PEQUOT LAKES — When you’re given a heaping pile of lemons — say, for instance, a stage 3 colon cancer diagnosis — why not make lemonade?
But John Marchwick Sr. of Pequot Lakes took it one step further; he decided to start designing and sewing quilts.
Marchwick, 72, was diagnosed with stage 3 colon cancer in the fall of 2002. That winter he and his wife, Dorothy, temporarily moved in with their youngest son, Jeremiah Marchwick, who at the time lived in Owatonna, so John could be closer to the Mayo Clinic, where he was undergoing radiation and chemotherapy treatments.
One day he accompanied his wife to a fabric shop. She had taken up quilting about two years earlier and needed to pick up material. John’s sister, Mary Richard, of Virginia, stirred her interest in making quilts. Dorothy Marchwick brought her sewing machine to their son’s home so she could keep busy while down there for her husband’s cancer treatments.
As John Marchwick looked around the fabric shop, he had an idea.

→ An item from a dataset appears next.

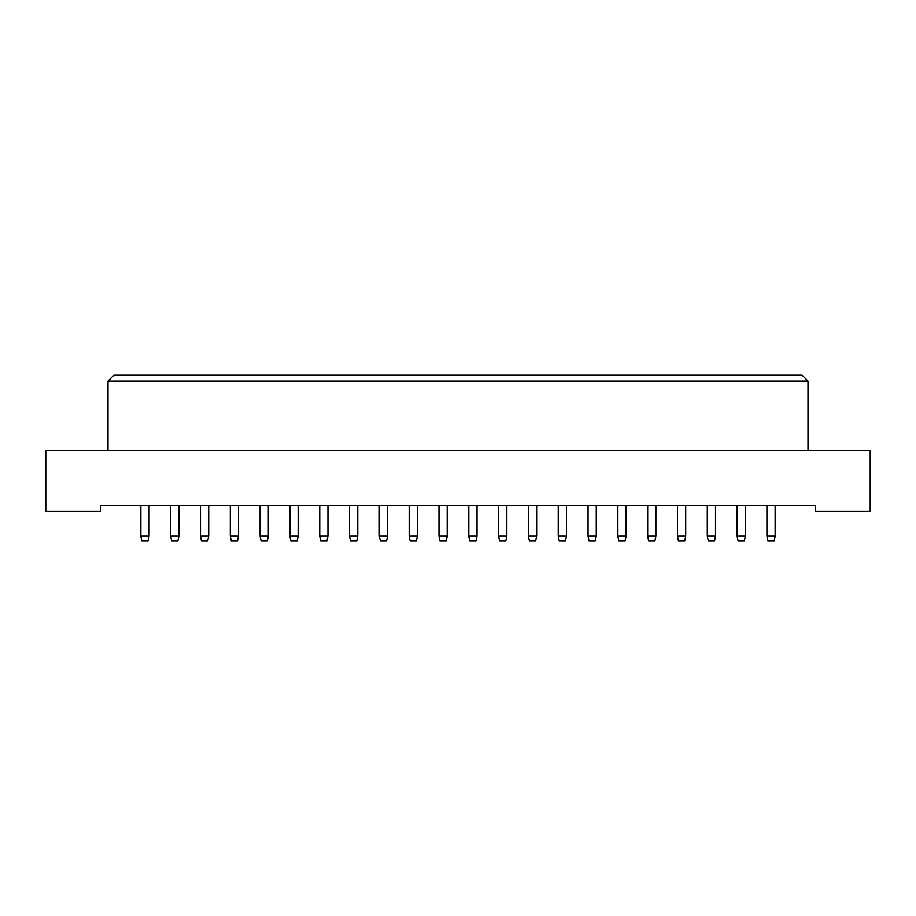 <?xml version="1.0" encoding="UTF-8"?>
<svg xmlns="http://www.w3.org/2000/svg" width="916" height="916" viewBox="0 0 916 916"><rect width="100%" height="100%" fill="white"/><g stroke="black" fill="none" stroke-linecap="round" stroke-linejoin="round"><path stroke-width="1.37" d="M45.8 511.403L100.726 511.403L100.726 505.529L815.274 505.529L815.274 511.403L870.2 511.403L870.2 450.374L45.8 450.374L45.8 511.403M108.008 381.125L113.87 375.251L802.13 375.251L807.992 381.125L108.008 381.125L108.008 450.374M807.992 381.125L807.992 450.374M140.869 505.529L140.869 536.055L149.09 536.055L149.09 505.529M149.09 536.055L148.14 540.749L141.808 540.749L140.869 536.055M178.895 505.529L178.895 536.055L177.956 540.749L171.624 540.749L170.685 536.055L170.685 505.529M170.685 536.055L178.895 536.055M200.489 505.529L200.489 536.055L208.711 536.055L208.711 505.529M208.711 536.055L207.772 540.749L201.428 540.749L200.489 536.055M260.121 505.529L260.121 536.055L268.331 536.055L268.331 505.529M268.331 536.055L267.392 540.749L261.06 540.749L260.121 536.055M319.741 505.529L319.741 536.055L327.951 536.055L327.951 505.529M327.951 536.055L327.012 540.749L320.68 540.749L319.741 536.055M379.361 505.529L379.361 536.055L387.582 536.055L387.582 505.529M387.582 536.055L386.644 540.749L380.3 540.749L379.361 536.055M438.982 505.529L438.982 536.055L447.203 536.055L447.203 505.529M447.203 536.055L446.264 540.749L439.92 540.749L438.982 536.055M498.613 505.529L498.613 536.055L506.823 536.055L506.823 505.529M506.823 536.055L505.884 540.749L499.552 540.749L498.613 536.055M558.233 505.529L558.233 536.055L566.454 536.055L566.454 505.529M566.454 536.055L565.515 540.749L559.172 540.749L558.233 536.055M238.515 505.529L238.515 536.055L237.576 540.749L231.244 540.749L230.305 536.055L230.305 505.529M230.305 536.055L238.515 536.055M298.147 505.529L298.147 536.055L297.208 540.749L290.864 540.749L289.925 536.055L289.925 505.529M289.925 536.055L298.147 536.055M357.767 505.529L357.767 536.055L356.828 540.749L350.485 540.749L349.546 536.055L349.546 505.529M349.546 536.055L357.767 536.055M417.387 505.529L417.387 536.055L416.448 540.749L410.116 540.749L409.177 536.055L409.177 505.529M409.177 536.055L417.387 536.055M477.018 505.529L477.018 536.055L476.08 540.749L469.736 540.749L468.797 536.055L468.797 505.529M468.797 536.055L477.018 536.055M536.639 505.529L536.639 536.055L535.7 540.749L529.356 540.749L528.418 536.055L528.418 505.529M528.418 536.055L536.639 536.055M596.259 505.529L596.259 536.055L595.32 540.749L588.988 540.749L588.049 536.055L588.049 505.529M588.049 536.055L596.259 536.055M617.853 505.529L617.853 536.055L626.075 536.055L626.075 505.529M626.075 536.055L625.136 540.749L618.792 540.749L617.853 536.055M677.485 505.529L677.485 536.055L685.695 536.055L685.695 505.529M685.695 536.055L684.756 540.749L678.424 540.749L677.485 536.055M737.105 505.529L737.105 536.055L745.315 536.055L745.315 505.529M745.315 536.055L744.376 540.749L738.044 540.749L737.105 536.055M655.879 505.529L655.879 536.055L654.94 540.749L648.608 540.749L647.669 536.055L647.669 505.529M647.669 536.055L655.879 536.055M715.51 505.529L715.51 536.055L714.572 540.749L708.228 540.749L707.289 536.055L707.289 505.529M707.289 536.055L715.51 536.055M775.131 505.529L775.131 536.055L774.192 540.749L767.86 540.749L766.91 536.055L766.91 505.529M766.91 536.055L775.131 536.055"/></g></svg>
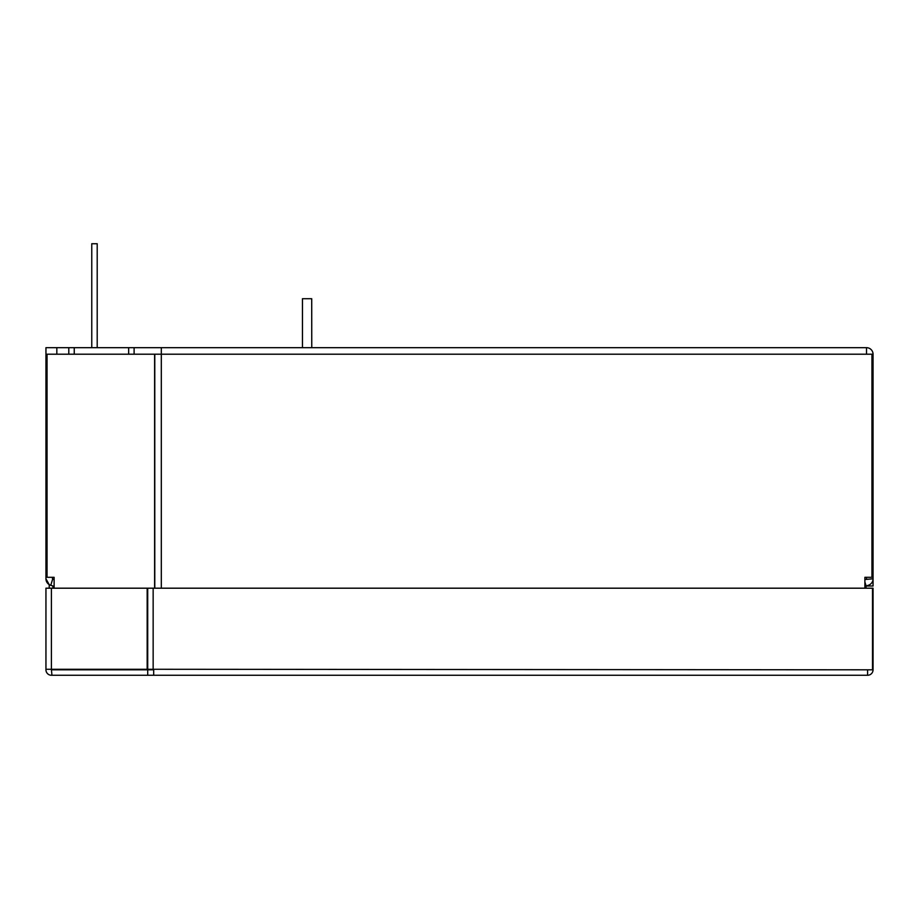 <?xml version="1.0" encoding="UTF-8"?>
<svg xmlns="http://www.w3.org/2000/svg" width="919" height="919" viewBox="0 0 919 919"><rect width="100%" height="100%" fill="white"/><g stroke="black" fill="none" stroke-linecap="round" stroke-linejoin="round"><path stroke-width="1.38" d="M97.207 347.681L97.207 243.742L91.762 243.742L91.762 347.681M302.454 347.681L302.454 298.709L311.713 298.709L311.759 347.681M45.95 354.206L45.95 347.681L56.829 347.681L56.829 354.206L45.95 354.206L45.95 578.809A6.801 6.801 0 0 0 50.752 585.311L52.877 585.966L53.026 588.194M52.475 578.809L52.475 577.304L52.67 579.073L54.118 579.521M45.95 578.809L49.212 584.633M56.829 354.206L154.783 354.206L154.783 588.194M865.974 588.194L866.123 585.966L868.248 585.311A6.801 6.801 0 0 0 873.05 578.809L873.05 354.206A6.525 6.525 0 0 0 866.525 347.681L161.307 347.681L161.307 354.206L154.783 354.206M56.829 347.681L161.307 347.681M866.525 577.304L866.525 578.809L866.525 577.304M866.525 347.681L866.525 354.206L161.307 354.206L161.307 588.194M864.882 588.194L864.882 577.304L871.959 577.304L871.959 354.206L866.525 354.206M128.66 347.681L128.66 354.206M74.244 347.681L74.244 354.206M54.118 588.194L54.118 577.304L47.041 577.304L47.041 354.206M866.043 586.012L873.05 586.012L873.05 578.809L864.882 579.521M49.212 588.194L49.212 584.622M51.935 675.258L51.395 669.273L147.166 669.273L147.166 588.194L45.95 588.194L45.95 669.813A5.445 5.445 0 0 0 51.395 675.258L147.706 675.258L147.706 669.813L153.691 669.813L153.691 675.258L147.706 675.258M51.395 588.194L51.395 669.273L45.95 669.273M153.691 675.258L867.605 675.258A5.445 5.445 0 0 0 873.05 669.813L873.05 588.194L147.706 588.194L147.706 669.273L867.605 669.813L867.605 675.258M51.935 669.813L147.706 669.813M867.605 669.813L872.51 669.813L872.51 588.194M50.752 585.311L52.67 579.073M134.105 347.681L134.105 354.206M68.799 347.681L68.799 354.206M154.61 588.194L154.61 354.206M866.123 585.966L864.882 581.945M53.026 586.173L54.118 586.173M153.151 669.273L153.151 588.194"/></g></svg>

As a retired electrician, he had a keen eye for spatial relations. He could look at a home and easily map out where the wiring needed to be. In fact, it was fun for him. His dad and grandfather were both carpenters so he figured he inherited this ability from them. Both of his sons now work in construction. His son, John, is a carpenter and son, Jeremiah, is an electrician.
So Marchwick decided to try to make his own quilt.
“He said, ‘I could make one of those. If you women can make those, I can too,” Dorothy Marchwick recalled with a smile.
He wasn’t feeling well enough until the following winter to start quilting, but he did it, and continues to enjoy it. He mostly quilts in the winter and has made five quilts so far. He not only makes quilts, but designs the intricate patterns. Not long ago he hand-delivered one of his quilts to his 3-year-old grandson living in Oregon.
“After he made one, I could see he was hooked,” said his wife.
“I’m not afraid to tear stuff part and redo it,” said Marchwick.
One of his quilts took two years to rework because it just wasn’t turning out quite the way it should.
Marchwick once saw a Celtic knot pattern he liked on a chair for sale on eBay and designed an entire large quilt based on that pattern. He has designed a quilt based on a photograph, rather than following a pattern.
Marchwick has sewn his own clothing for years. As an electrician who worked on projects all over the state, he would often only be able to be home in Pequot Lakes on weekends while his wife stayed home with their five children. While he was away, Marchwick would sew his own shirts and pants. He now owns about 10 sewing machines, usually picking them up at garage sales or on eBay.com. He likes to tinker with older machines and fix them up. He also has a leather sewing machine and has made his own leather gun cases.
“I knitted a little bit in grade school, too,” Marchwick added with a smile.
Marchwick doesn’t sew in the summer; he’s too busy outdoors. The Marchwicks have a large garden and he enjoys riding his bike. He’s been biking regularly since 1996 and rides about 30 miles a week now, though he used to ride more often. He participates in the annual Tour of Lakes Bicycle Ride every June. He also biked in the MS150 in 1998.
Marchwick also enjoys cutting wood, which he uses to heat their home. He and his brother Pat once designed and built a wood splitter at his brother’s machine shop. He still uses it.
Dorothy Marchwick said her husband doesn’t like to sit still. He used to help build Habitat for Humanity homes. He enjoys hunting and target shooting. He likes shooting rifles and, for an additional challenge, he uses his own custom-loaded shells.
When he’s not busy quilting during the winter, Marchwick can be found out on the ice spearfishing. He has made his own wooden fish decoys after taking a course at Pequot Lakes High School last winter.
“I just wanted to try it. I thought it was neat,” Marchwick said, of making fish decoys.
Since 1976 when they moved from southern Minnesota to Pequot Lakes, the Marchwicks have baked their own bread from scratch, which includes grinding their own flour. He said the bread tastes more fresh that way. When their children were home, they’d make at least five loaves a week. Now, with just the two of them, they usually make a couple fresh loaves each week.
While he likes to experiment with “fancier” breads, his wife consistently makes a great wheat bread, he said.
His goal is to recreate the dark German bread he ate when he was stationed in Germany in the U.S. Army for three years. He’s tried, experimented with rye flour variations, but nothing has come close to the bread he enjoyed while stationed abroad.
It’s an elusive recipe that Marchwick is determined to figure out one day.